# WHAT IS BEING ASKED:
Your response is a verbatim copy of the listing, stripped of its images.

___ DATASET RECORDS

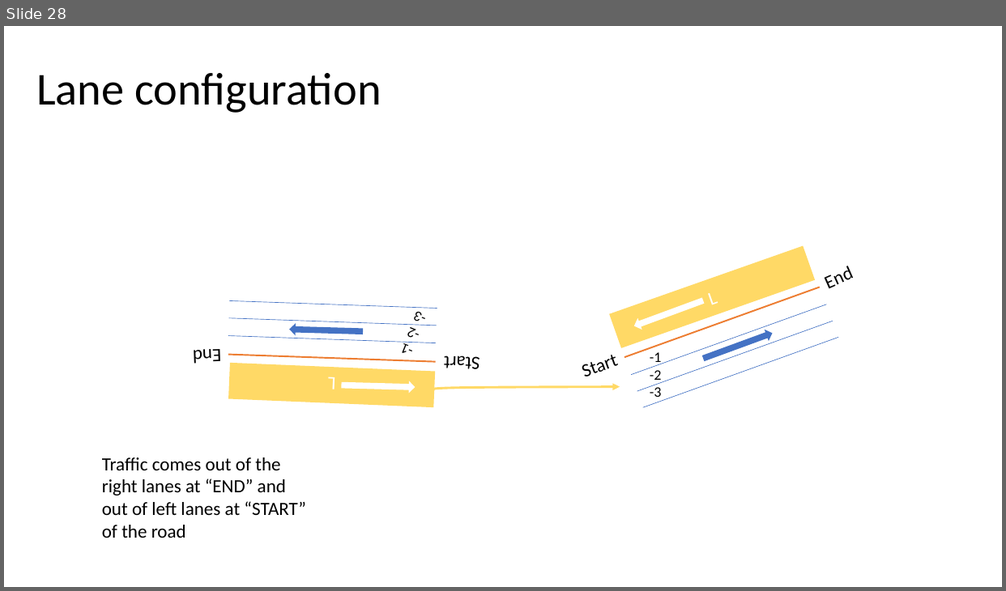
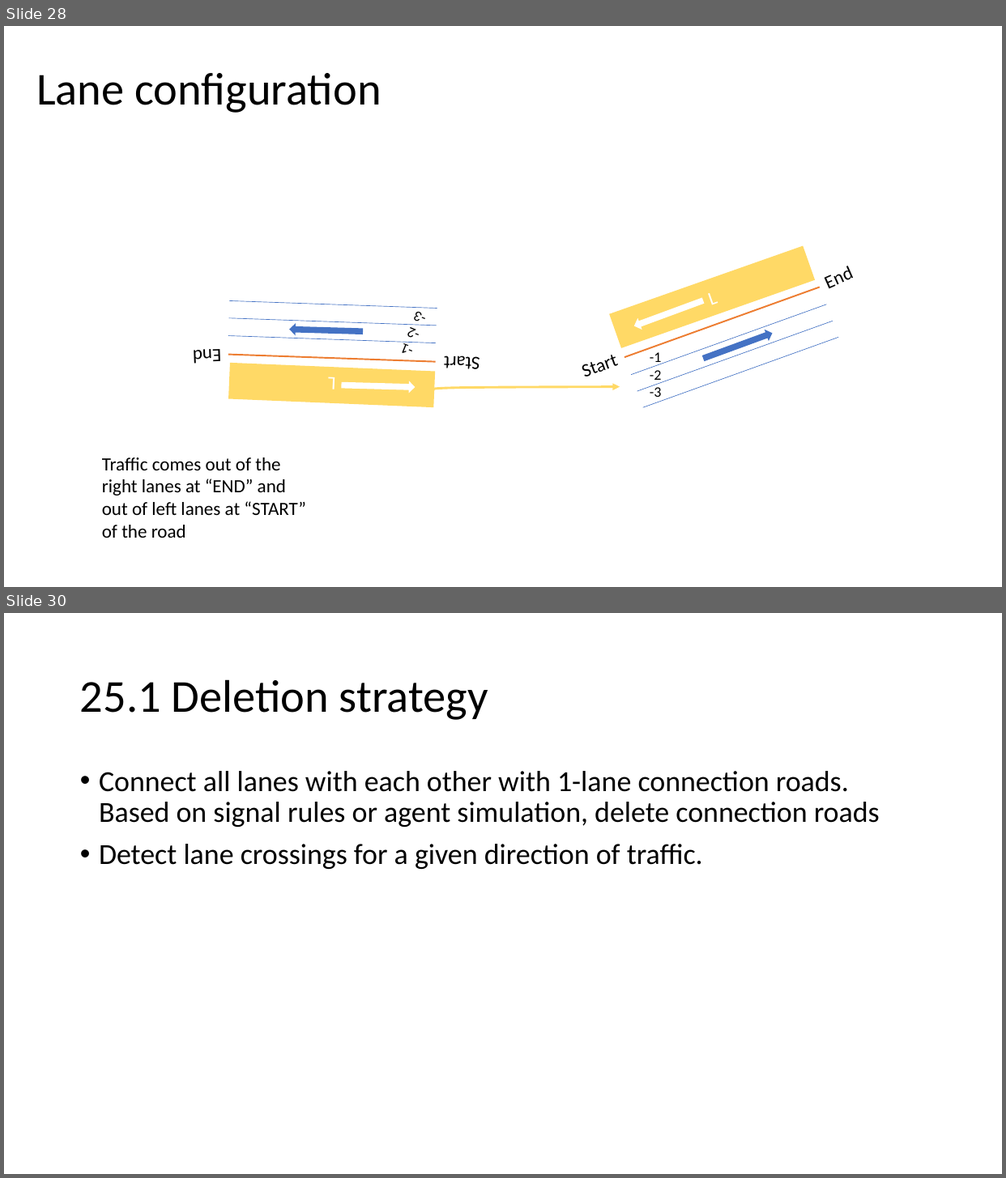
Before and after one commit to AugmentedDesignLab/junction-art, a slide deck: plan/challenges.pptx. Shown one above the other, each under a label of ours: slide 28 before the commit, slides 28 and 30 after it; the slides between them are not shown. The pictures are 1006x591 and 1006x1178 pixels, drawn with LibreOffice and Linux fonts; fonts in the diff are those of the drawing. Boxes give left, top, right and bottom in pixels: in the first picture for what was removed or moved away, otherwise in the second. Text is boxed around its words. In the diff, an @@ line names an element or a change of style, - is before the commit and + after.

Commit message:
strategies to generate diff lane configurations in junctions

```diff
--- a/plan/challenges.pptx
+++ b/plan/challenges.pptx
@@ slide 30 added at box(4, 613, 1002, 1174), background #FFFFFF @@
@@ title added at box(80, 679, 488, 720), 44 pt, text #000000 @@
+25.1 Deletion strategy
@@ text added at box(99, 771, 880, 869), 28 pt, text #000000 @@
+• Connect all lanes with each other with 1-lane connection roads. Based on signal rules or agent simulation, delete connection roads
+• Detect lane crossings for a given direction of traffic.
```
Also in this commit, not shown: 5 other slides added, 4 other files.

______

# RESPONSE:
Before and after one commit to AugmentedDesignLab/junction-art, a slide deck: plan/challenges.pptx. Shown one above the other, each under a label of ours: slide 28 before the commit, slides 28 and 30 after it; the slides between them are not shown. The pictures are 1006x591 and 1006x1178 pixels, drawn with LibreOffice and Linux fonts; fonts in the diff are those of the drawing. Boxes give left, top, right and bottom in pixels: in the first picture for what was removed or moved away, otherwise in the second. Text is boxed around its words. In the diff, an @@ line names an element or a change of style, - is before the commit and + after.

Commit message:
strategies to generate diff lane configurations in junctions

```diff
--- a/plan/challenges.pptx
+++ b/plan/challenges.pptx
@@ slide 30 added at box(4, 613, 1002, 1174), background #FFFFFF @@
@@ title added at box(80, 679, 488, 720), 44 pt, text #000000 @@
+25.1 Deletion strategy
@@ text added at box(99, 771, 880, 869), 28 pt, text #000000 @@
+• Connect all lanes with each other with 1-lane connection roads. Based on signal rules or agent simulation, delete connection roads
+• Detect lane crossings for a given direction of traffic.
```
Also in this commit, not shown: 5 other slides added, 4 other files.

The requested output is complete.